Потому, что Витюша с соседом, как по приказу отцовскому, ежедневно с утра до вечера годами ходил устраиваться на постоянную работу согласно штатного расписания. Ой, как давно уже отец ему, пацану семилетнему, буквально за неделю до смерти своей от ножа уркаганского, разъяснил серьёзно, как самому себе, что в школе мужик должен отсидеть повинность – семь классов, не более, и начинать мужскую жизнь – работать на работе, где платят согласно штатного расписания. Получать деньги и половину на семью тратить, а половину засовывать в железные банки из-под повидла, накрывать поверху пятислойной фанерой и закапывать банку в огороде. Если не забывать закапывать после аванса и получки, то за пяток лет денег скопится много и можно будет уехать в областной центр, в город Зарайск.

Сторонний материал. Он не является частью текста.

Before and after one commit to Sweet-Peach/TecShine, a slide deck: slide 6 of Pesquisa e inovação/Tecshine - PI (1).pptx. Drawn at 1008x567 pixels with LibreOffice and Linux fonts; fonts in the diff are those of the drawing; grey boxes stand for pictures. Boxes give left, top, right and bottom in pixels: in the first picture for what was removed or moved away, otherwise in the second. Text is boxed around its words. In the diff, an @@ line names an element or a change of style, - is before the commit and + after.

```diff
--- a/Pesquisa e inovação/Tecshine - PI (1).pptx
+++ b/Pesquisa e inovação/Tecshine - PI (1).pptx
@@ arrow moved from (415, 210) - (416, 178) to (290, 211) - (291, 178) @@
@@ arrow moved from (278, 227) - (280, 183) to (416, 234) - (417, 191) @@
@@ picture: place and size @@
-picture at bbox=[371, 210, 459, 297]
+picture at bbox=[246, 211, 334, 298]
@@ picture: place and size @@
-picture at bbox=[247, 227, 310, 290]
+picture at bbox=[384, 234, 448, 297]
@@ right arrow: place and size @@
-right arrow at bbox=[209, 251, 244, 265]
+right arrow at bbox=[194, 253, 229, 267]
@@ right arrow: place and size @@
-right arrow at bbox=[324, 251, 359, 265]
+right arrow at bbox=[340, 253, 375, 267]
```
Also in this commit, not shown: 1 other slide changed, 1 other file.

–Там жизнь, в Зарайске, а не здесь, – утверждал отец Иван Васильевич свою личную истину ударами большим кулаком по столу. – Там сотни всяких распрекрасных рабочих мест на фабриках и заводах. Вкалывай порядочно, без придури, и будешь жить как человек, и знать, что мама тебя родила для уважения обществом, друзьями женой и детьми. А потом и внуками. Сам отец Иван и до ареста своего батяни пил по-молодецки лихо на том же машдворе с работягами, да и с другими деревенскими дружбанами до полуночи отдыхал с самогонкой или дешевым портвейном. Слесарем потому отец считался никудышним, ненадёжным и зарабатывал хрен да копейку. Банку из-под повидла закапывать можно было только пустую. То есть смысла закапывать её и страдать по городской жизни у бати не было. Но Витюше он свою мечту пересказал и посоветовал оживить.
– Что отцы не доделали – вы, молодые, забейте по самую шляпку, – держал он сына за голову и яростно колол злым от самогонки взглядом невинные зелёные Витюшины глаза.

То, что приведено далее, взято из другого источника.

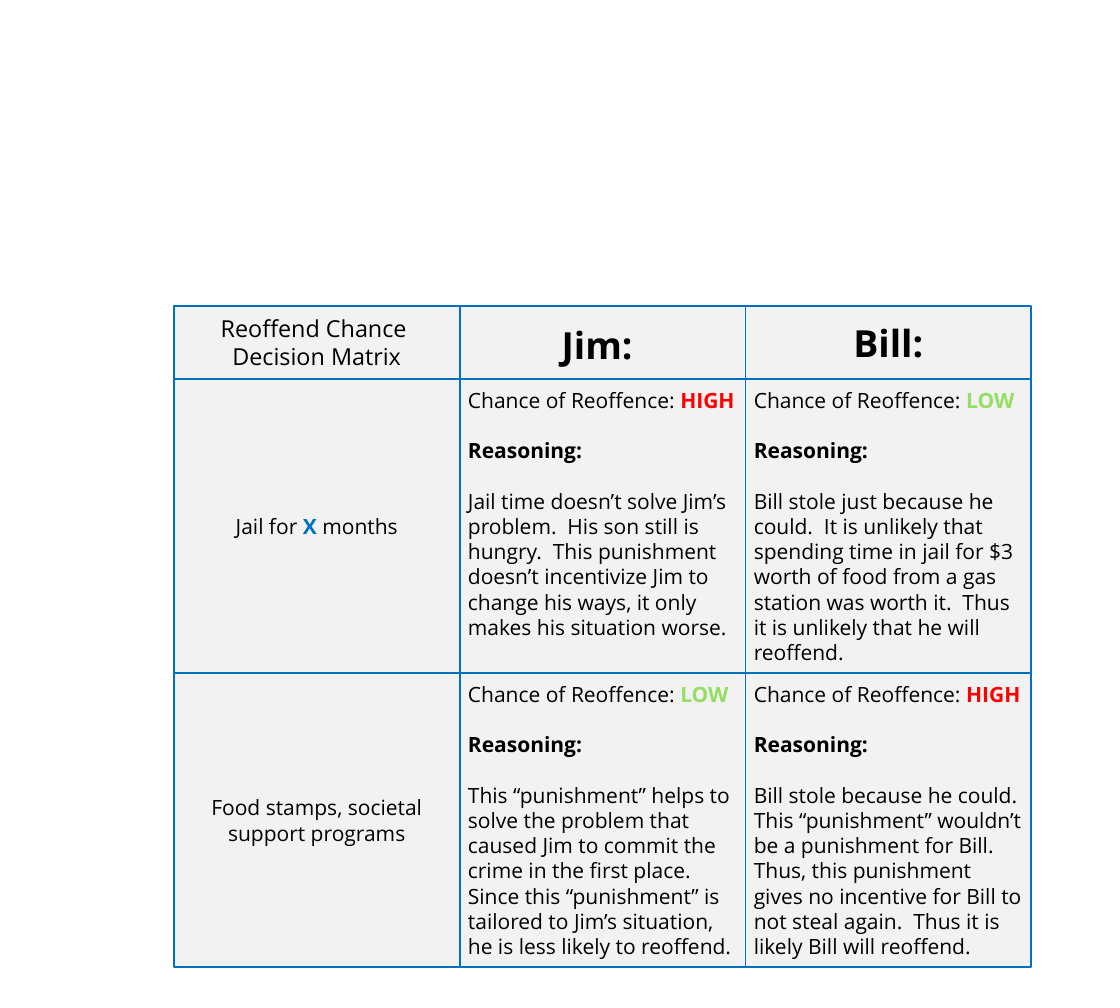
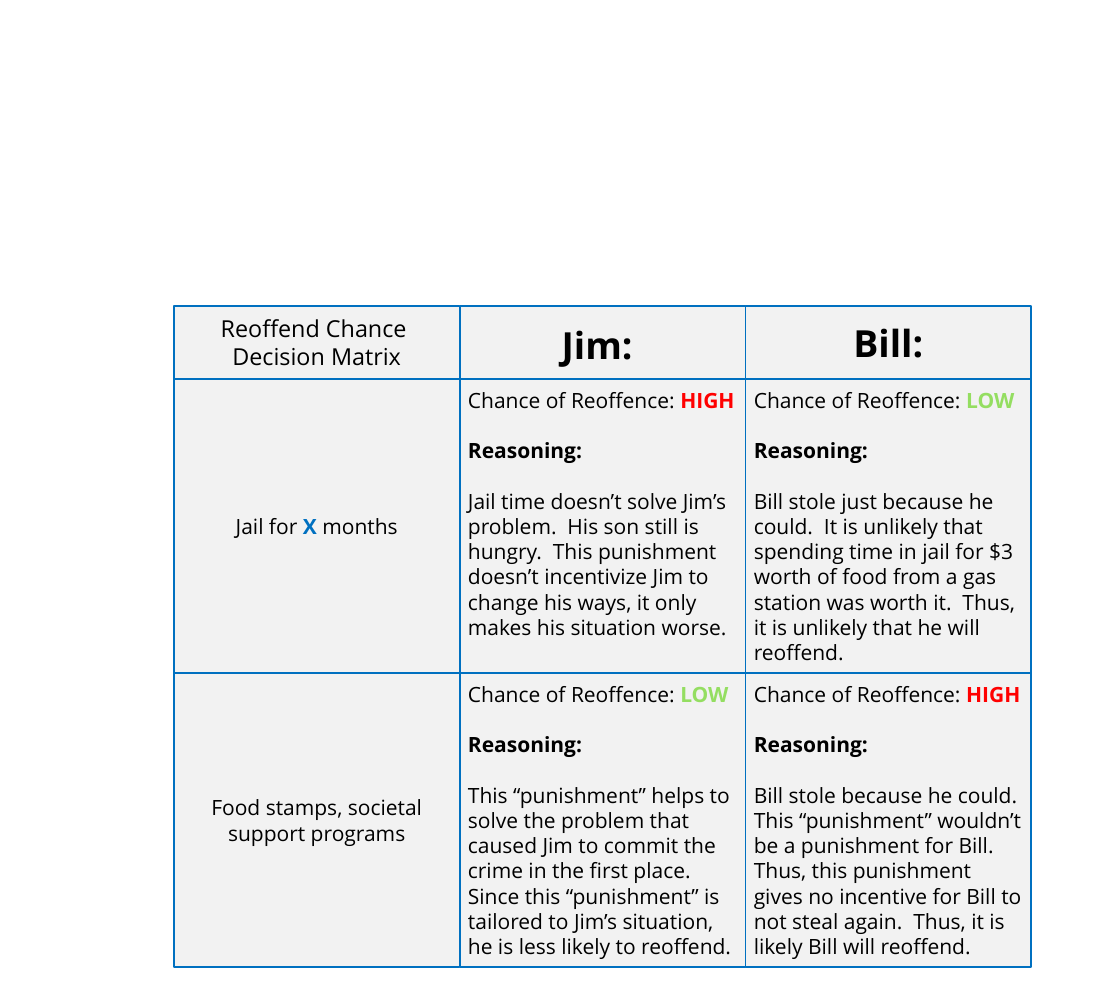
Before and after one commit to NicKarlovich/dangers-of-algorithms, a slide deck: slide 4 of charts.pptx. Drawn at 1120x1008 pixels with LibreOffice and Linux fonts; fonts in the diff are those of the drawing. Boxes give left, top, right and bottom in pixels: in the first picture for what was removed or moved away, otherwise in the second. Text is boxed around its words. In the diff, an @@ line names an element or a change of style, - is before the commit and + after.

```diff
--- a/charts.pptx
+++ b/charts.pptx
@@ text in rectangle at <box>754,493,1015,661</box>: text changed @@
-Bill stole just because he could. It is unlikely that spending time in jail for $3 worth of food from a gas station was worth it. Thus it is unlikely that he will reoffend.
+Bill stole just because he could. It is unlikely that spending time in jail for $3 worth of food from a gas station was worth it. Thus, it is unlikely that he will reoffend.
@@ text in rectangle at <box>754,787,1021,959</box>: text changed @@
-Bill stole because he could. This “punishment” wouldn’t be a punishment for Bill. Thus, this punishment gives no incentive for Bill to not steal again. Thus it is likely Bill will reoffend.
+Bill stole because he could. This “punishment” wouldn’t be a punishment for Bill. Thus, this punishment gives no incentive for Bill to not steal again. Thus, it is likely Bill will reoffend.
```
Also in this commit, not shown: 2 other files.

– И правда ведь! – как-то ухитрился запомнить наказ семилетний пацанёнок Витя. В пятнадцать годов выплыли из закоулков памяти назидания отцовы.

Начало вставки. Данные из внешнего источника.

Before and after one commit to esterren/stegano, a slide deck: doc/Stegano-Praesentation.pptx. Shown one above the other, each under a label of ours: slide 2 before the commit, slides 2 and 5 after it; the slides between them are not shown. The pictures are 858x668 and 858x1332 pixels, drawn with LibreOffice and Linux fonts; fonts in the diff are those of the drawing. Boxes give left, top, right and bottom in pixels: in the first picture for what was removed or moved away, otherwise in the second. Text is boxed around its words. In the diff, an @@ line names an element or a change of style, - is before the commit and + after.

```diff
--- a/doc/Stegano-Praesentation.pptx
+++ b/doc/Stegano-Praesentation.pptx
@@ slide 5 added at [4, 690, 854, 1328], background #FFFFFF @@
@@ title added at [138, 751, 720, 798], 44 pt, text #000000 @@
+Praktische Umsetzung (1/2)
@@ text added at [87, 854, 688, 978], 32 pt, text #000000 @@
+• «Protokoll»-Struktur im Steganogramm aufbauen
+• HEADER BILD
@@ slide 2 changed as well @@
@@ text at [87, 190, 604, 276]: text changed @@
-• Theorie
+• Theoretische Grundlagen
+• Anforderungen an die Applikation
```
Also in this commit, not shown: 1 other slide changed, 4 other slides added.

– Не жить же в этой задыхающейся от неурожаев и безденежья Семёновке до смерти досрочной.– Вслух думал Витюша ещё через пяток лет. – Или от водки, или от любой болезни, которых на деревню Господь ссыпал щедро, причём самых гадких. Чем-то крепко оскорбили его Семёновские деды, бабульки да дядьки с тётками. Может тем, что за много десятков лет тут даже часовню не поставили, не то, чтоб церковь. Хотя у каждого казака, изгнанного с Урала при поголовном расказачивании, в хате сегодня красный угол был как иконостас в Зарайском храме. А церковь почему-то не было настроя срубить. Вот что разозлило боженьку. Вот почему он опустил Семёновку на дно мироздания. Чуть, может, повыше ада.